Determine how many lines in the entries below contain "freeform", and output that number alone.

▬▬▬▬▬▬

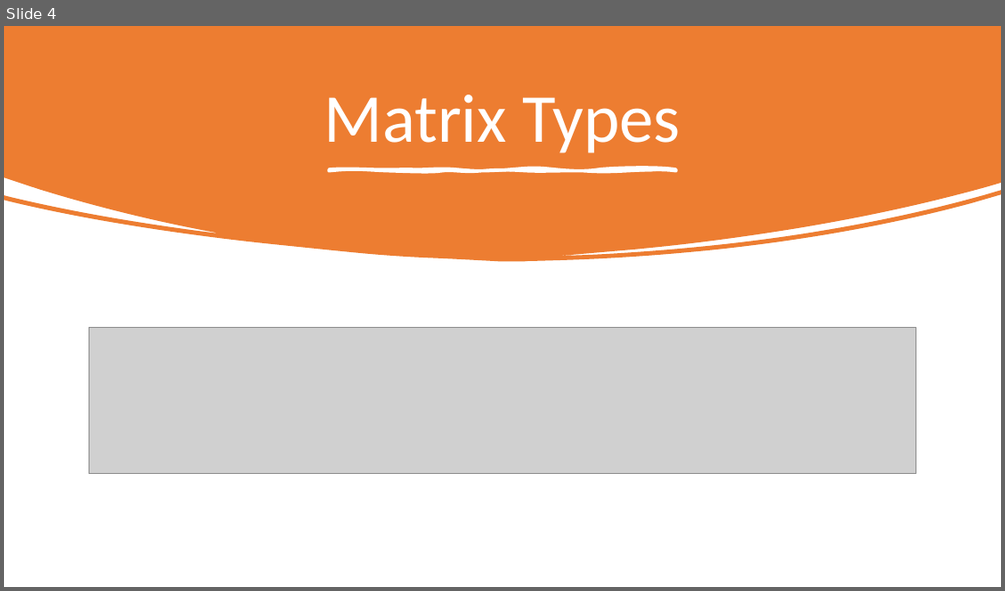
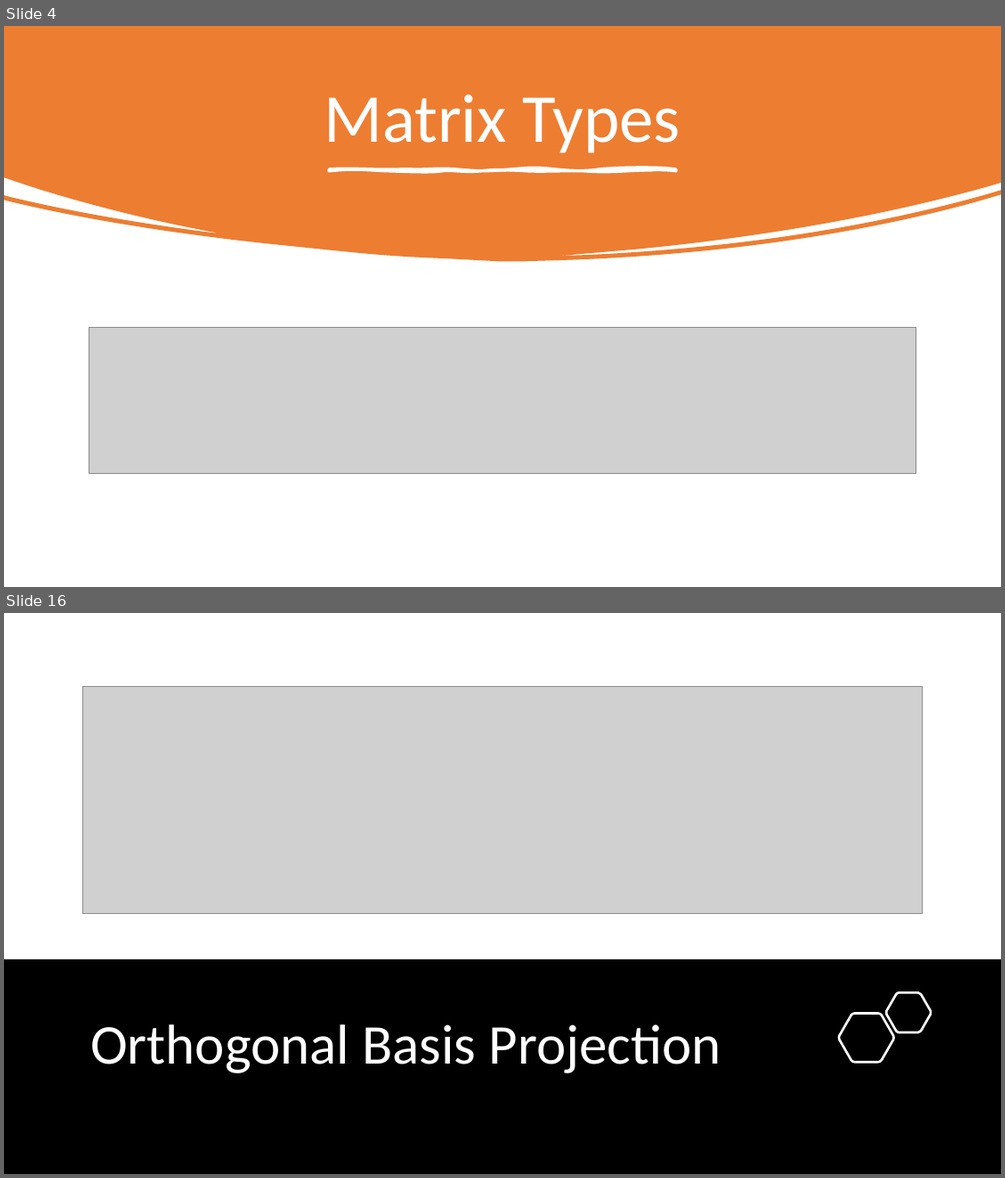
Before and after one commit to Jeffchen54/Linear-Definitions-and-Theorems, a slide deck: Unit 5-6 Definitions.pptx. Shown one above the other, each under a label of ours: slide 4 before the commit, slides 4 and 16 after it; the slides between them are not shown. The pictures are 1005x591 and 1005x1178 pixels, drawn with LibreOffice and Linux fonts; fonts in the diff are those of the drawing; grey boxes stand for pictures. Boxes give left, top, right and bottom in pixels: in the first picture for what was removed or moved away, otherwise in the second. Text is boxed around its words. In the diff, an @@ line names an element or a change of style, - is before the commit and + after.

```diff
--- a/Unit 5-6 Definitions.pptx
+++ b/Unit 5-6 Definitions.pptx
@@ slide 16 added at [4,613,1001,1174], background #FFFFFF @@
@@ picture added at [83,686,922,913] @@
@@ rectangle added at [4,959,1001,1174], fill #000000 @@
@@ freeform shape added at [886,993,931,1032], outline #FFFFFF 2.25 pt @@
@@ title added at [90,1024,721,1073], 54 pt, text #FFFFFF @@
+Orthogonal Basis Projection
@@ freeform shape added at [839,1013,894,1062], outline #FFFFFF 2.25 pt @@
```
Also in this commit, not shown: 11 other slides added, 1 other file.

▬▬▬▬▬▬

§ **Result of the task**: 2